The very word Gothic conjures up images of crumbling castles, things that go bump in the night and unexplained happenings. Whilst the genre is all of these things, it’s also a lot more complex and sophisticated than it might seem on the surface. Gothic fiction has maintained an enduring appeal, as appetites for being scared witless from the comfort and safety of our own armchair have grown over time.
But where did this desire to be unnerved come from? Where did the genre come from?
Horace Walpole
The youngest son of the former Prime Minister Robert Walpole, Horace Walpole was a man of leisure. There was nothing about him to suggest that he would become the father of one of the most popular fiction genres for the next two hundred years.
His father had ensured that Horace was set up financially, arranging him several sinecures (salaried positions requiring very little work). Horace and his friend Thomas Gray embarked on a grand tour of Europe together, travelling France, Italy and Switzerland – far off lands which would later feature in his writing.

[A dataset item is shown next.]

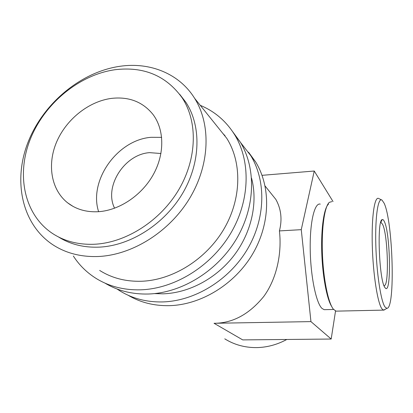 <?xml version="1.0" encoding="UTF-8"?>
<svg xmlns="http://www.w3.org/2000/svg" width="413" height="413" viewBox="0 0 413 413"><rect width="100%" height="100%" fill="white"/><g stroke="black" fill="none" stroke-linecap="round" stroke-linejoin="round"><path stroke-width="0.62" d="M104.938 283.101C117.628 290.747 132.057 294.386 148.241 294.02C181.612 293.044 217.192 271.212 236.303 239.179C255.415 207.119 256.308 168.468 240.371 142.222L232.726 131.762M73.359 256.034C79.348 265.316 87.112 272.89 96.647 278.76C109.517 286.539 124.189 290.225 140.673 289.823C174.611 288.759 210.904 266.437 230.449 233.758C249.994 201.054 250.996 161.71 234.852 135.087C226.324 121.303 214.791 111.386 200.259 105.33M99.641 270.407C111.778 278.083 125.722 281.697 141.473 281.258C172.815 280.153 206.185 259.307 223.918 229.055C241.657 198.782 242.121 162.531 226.732 138.283L217.135 126.337M225.054 135.748L222.932 133.554M128.092 295.233C140.224 302.45 153.93 305.93 169.216 305.666C200.992 304.908 234.589 284.433 252.508 254.186C270.422 223.913 271.047 187.203 255.704 162.03L248.564 152.227M116.967 288.961L120.426 291.201C132.79 298.651 146.811 302.228 162.495 301.934C194.786 301.108 229.019 280.205 247.32 249.38C265.616 218.534 266.323 181.199 250.789 155.675L240.521 142.464M154.457 293.607L163.176 293.829C189.154 293.003 216.608 278.295 234.15 255.275C251.625 232.199 258.022 202.484 251.558 178.142M384.833 287.407C379.103 280.226 376.826 219.933 382.185 219.608C382.846 219.277 383.538 219.861 384.25 221.353C390.471 232.942 391.57 296.111 385.205 287.923L384.833 287.407M383.899 285.404L384.013 285.445C389.366 288.037 387.952 234.057 382.541 224.28L381.245 222.684L380.61 222.741M385.004 306.967L386.842 308.33C395.561 309.12 392.954 221.048 384.09 203.16L382.051 200.15C378.117 197.022 375.071 216.293 375.804 244.506C376.496 272.673 380.869 301.325 385.004 306.967M385.179 309.347L383.465 310.117L381.906 308.785C377.611 303.106 373.078 274.428 372.289 245.683C371.457 216.897 374.508 196.402 378.566 198.421M331.876 201.627L329.347 202.324C324.644 206.159 321.464 227.769 322.414 253.345C323.333 278.909 328.232 302.951 333.389 309.208L336.048 311.144L337.044 311.123M160.951 153.517L149.625 152.645C124.458 154.194 103.709 186.712 114.592 208.224M325.196 309.652L324.159 309.678L321.98 308.413C316.1 303.023 310.535 276.029 310.209 248.951C309.822 221.843 314.629 202.365 320.287 204.125M111.701 98.361C128.964 96.513 142.691 101.83 152.882 114.313C164.317 129.315 164.89 153.476 153.466 174.296C142.051 195.106 119.729 210.217 98.686 211.683C86.606 212.396 76.271 209.458 67.696 202.876C51 189.794 46.948 164.276 56.751 141.669C66.539 119.037 89.007 101.221 111.701 98.361M98.614 211.688C88.423 180.491 117.452 139.826 151.086 137.312L161.659 137.364M58.47 236.948C70.339 244.424 84.097 247.81 99.739 247.113C131.076 245.477 164.839 223.758 182.835 192.954C200.842 162.133 201.374 125.831 185.881 102.295L179.655 94.262M114.99 69.725C79.425 74.727 44.888 103.147 30.51 138.68C16.107 174.141 23.846 214.099 52.033 233.164C64.237 241.28 78.542 244.966 94.949 244.222C126.574 242.529 160.714 220.532 178.943 189.386C197.182 158.22 197.781 121.567 182.185 97.86C166.155 75.656 143.755 66.276 114.99 69.725M224.765 338.846C234.099 344.664 244.527 347.586 256.045 347.612C266.721 347.498 276.968 344.788 286.803 339.471M120.116 66.266C81.124 71.81 43.51 103.049 28.136 142C12.731 180.858 21.791 224.667 53.406 245.121C66.395 253.381 81.49 257.17 98.686 256.483C132.914 254.852 169.97 231.368 189.975 197.775C209.99 164.157 211.043 124.39 194.621 98.315C179.247 73.535 149.965 61.929 120.116 66.266M335.537 310.994L331.18 339.037L310.943 321.608L214.048 323.291C232.669 323.255 249.266 314.283 263.84 296.374C276.973 278.331 281.971 252.87 279.415 230.919C282.353 219.54 281.176 209.045 275.874 199.443L269.431 191.425M262.054 175.329L314.241 171.028L333.028 201.544M214.048 323.291L242.73 339.899L331.18 339.037M310.943 321.608L301.263 229.664L314.241 171.028M279.415 230.919L301.263 229.664M331.67 306.451C326.786 298.971 322.408 275.574 321.722 251.625C321.015 227.656 324.081 207.785 328.531 204.094M240.371 142.222L234.852 135.087M255.704 162.03L250.789 155.675M380.631 222.726L382.185 219.608M386.842 308.33L383.847 310.163M381.245 222.684L380.652 222.721M383.465 310.117L336.048 311.144M333.601 309.466L324.159 309.678M275.874 199.443L265.089 186.02M226.732 138.283L194.621 98.315M185.881 102.295L182.185 97.86M73.07 206.417L67.696 202.876M381.545 199.897L378.953 198.632M384.451 286.71L385.205 287.923"/></g></svg>
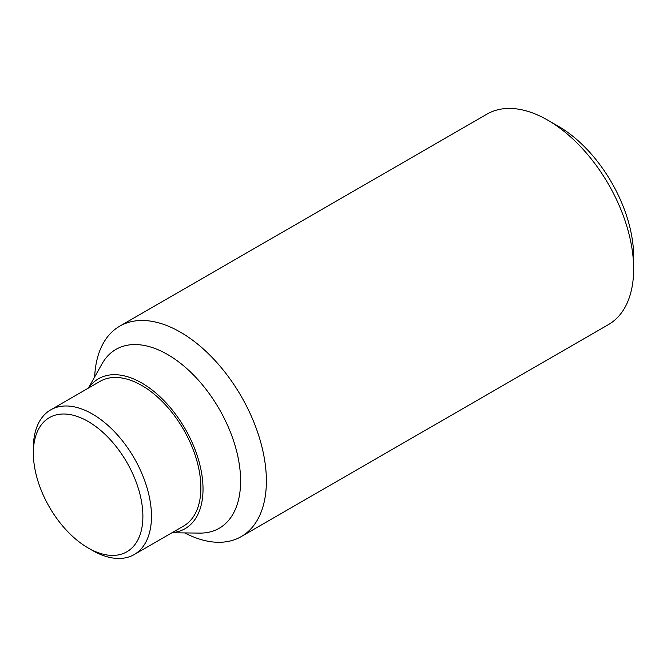 <?xml version="1.0" encoding="UTF-8"?>
<svg xmlns="http://www.w3.org/2000/svg" width="667" height="667" viewBox="0 0 667 667"><rect width="100%" height="100%" fill="white"/><g stroke="black" fill="none" stroke-linecap="round" stroke-linejoin="round"><path stroke-width="1" d="M633.65 268.943L633.65 256.662A106.453 61.464 -120 0 0 558.379 126.288L547.74 120.143A121.494 70.143 60 0 1 633.65 268.943A121.494 70.143 60 0 1 608.487 324.562L241.221 536.601A121.494 70.143 60 0 1 184.717 532.916M94.664 376.938A121.494 70.143 60 0 1 119.726 326.171A121.494 70.143 60 0 1 213.348 358.721A121.494 70.143 60 0 1 266.383 480.982A121.494 70.143 60 0 1 241.221 536.601M88.403 388.086L102.001 363.882A103.268 59.621 60 0 1 184.067 366.2A103.268 59.621 60 0 1 240.612 480.982A103.268 59.621 60 0 1 199.7 533.1L171.936 532.766M88.686 387.927A86.568 49.975 60 0 1 157.537 394.48A86.568 49.975 60 0 1 203.026 489.044A86.568 49.975 60 0 1 172.211 532.608M33.35 453.085L33.35 448.124A83.525 48.224 60 0 1 50.65 409.888A83.525 48.224 60 0 1 115.016 432.266A83.525 48.224 60 0 1 151.476 516.325A83.525 48.224 60 0 1 134.175 554.56A83.525 48.224 60 0 1 92.413 550.425L88.119 547.949A77.455 44.714 60 0 1 33.35 453.085A77.455 44.714 60 0 1 88.119 421.469A77.455 44.714 60 0 1 142.888 516.325A77.455 44.714 60 0 1 88.119 547.949M50.65 409.888L100.05 381.366A83.525 48.224 60 0 1 164.415 403.743A83.525 48.224 60 0 1 200.875 487.802A83.525 48.224 60 0 1 183.575 526.046L134.175 554.56M119.726 326.171L486.993 114.124A121.494 70.143 60 0 1 547.74 120.143"/></g></svg>

On his return, Walpole was elected to Parliament for a rotten borough in Cornwall and maintained a somewhat dubious parliamentary career for the rest of his life.
Walpole was a collector, an aesthete with a particular interest in antiquarianism. In 1749, he set about creating Strawberry Hill House – a fanciful neo-Gothic house in Twickenham. Ramshackle, with towers, battlements and deliberately gloomy interiors, Walpole built Strawberry Hill to house his collections, and it remains a tribute to his eccentric and theatrical style today.
The style is not considered full Gothic, and is often known as Strawberry Hill Gothic or Georgian Gothic to differentiate it from later examples. Walpole’s masterpiece inspired various other similar buildings of the time, and it was certainly unusual compared to contemporary Georgian architecture.
The first Gothic novel?
In 1764, Walpole published ‘The Castle of Otranto – A Gothic Story’ which is widely accepted as the first novel in the Gothic movement. First published under a pseudonym, the novel presented itself as a supposed translation of a 1529 Italian manuscript rediscovered in the library of an old Catholic family in England.
The story follows Manfred, lord of the Castle of Otranto, as he attempts to avoid a prophecy. Unsurprisingly, the story contains murder, supernatural elements, mistaken identity, beautiful young maidens, castles, and things that go bump in the night.
At the time, Walpole viewed his novel as a ‘romance’, and in second and subsequent editions published under his own name. It met mixed reviews from critics at the time, particularly following Walpole’s confession that it was not a manuscript translation but his own slightly satirical take on romance novels.
Today, however, Otranto is perceived by many to be the start of Gothic fiction, and many of the ideas in it can be seen as tropes occurring throughout later work.
Later Gothic fiction
Gothic and Romanticism are closely linked – both inspire emotions of awe and often terror, and Gothic novels frequently feature romantic subplots and beautiful virginal maidens. Gothic has often been rubbished as sensationalism or simply too fantastical to be considered ‘good’ literature, yet its appeal has endured.
The late 18th and most of the 19th centuries saw Gothic literature remain a permanent and popular genre. But why did its audience have such an appetite for the unsettling, dramatic and supernatural? Many consider it – not unreasonably – to be a way of coping with a fast-changing world around them.
Rapid industrialisation and urbanisation, new social structures and technological advancements were a cause for concern for many. Gothic frequently pushes our limits, the bounds of what we think is possible: in context, it allows us to realise our fears safely, in the pages of a book rather than seeing them acted out in real life.
Often the Gothic juxtaposes the ancient and the modern, letting two worlds collide dramatically. As readers saw extreme examples of their fears materialising (for example, a centuries-old Transylvanian vampire arriving in Victorian Whitby in Bram Stoker’s Dracula), what was going on around them proved slightly less terrifying.
The Castle of Otranto may have been the start of the Gothic fiction genre, but it was far from the last. From the overtly supernatural to the subtly sinister, Gothic explores the full spectrum of human emotions, and gives us a thrill of unease that is rarely found in the mundanity of every day life – it allows us to escape.
Henry James said ‘the most mysterious of mysteries, [are] the mysteries which are at our own doors’, and it is often fear of the supernatural rather than the supernatural itself which terrifies readers: the horrors of our own imagination are incredibly potent.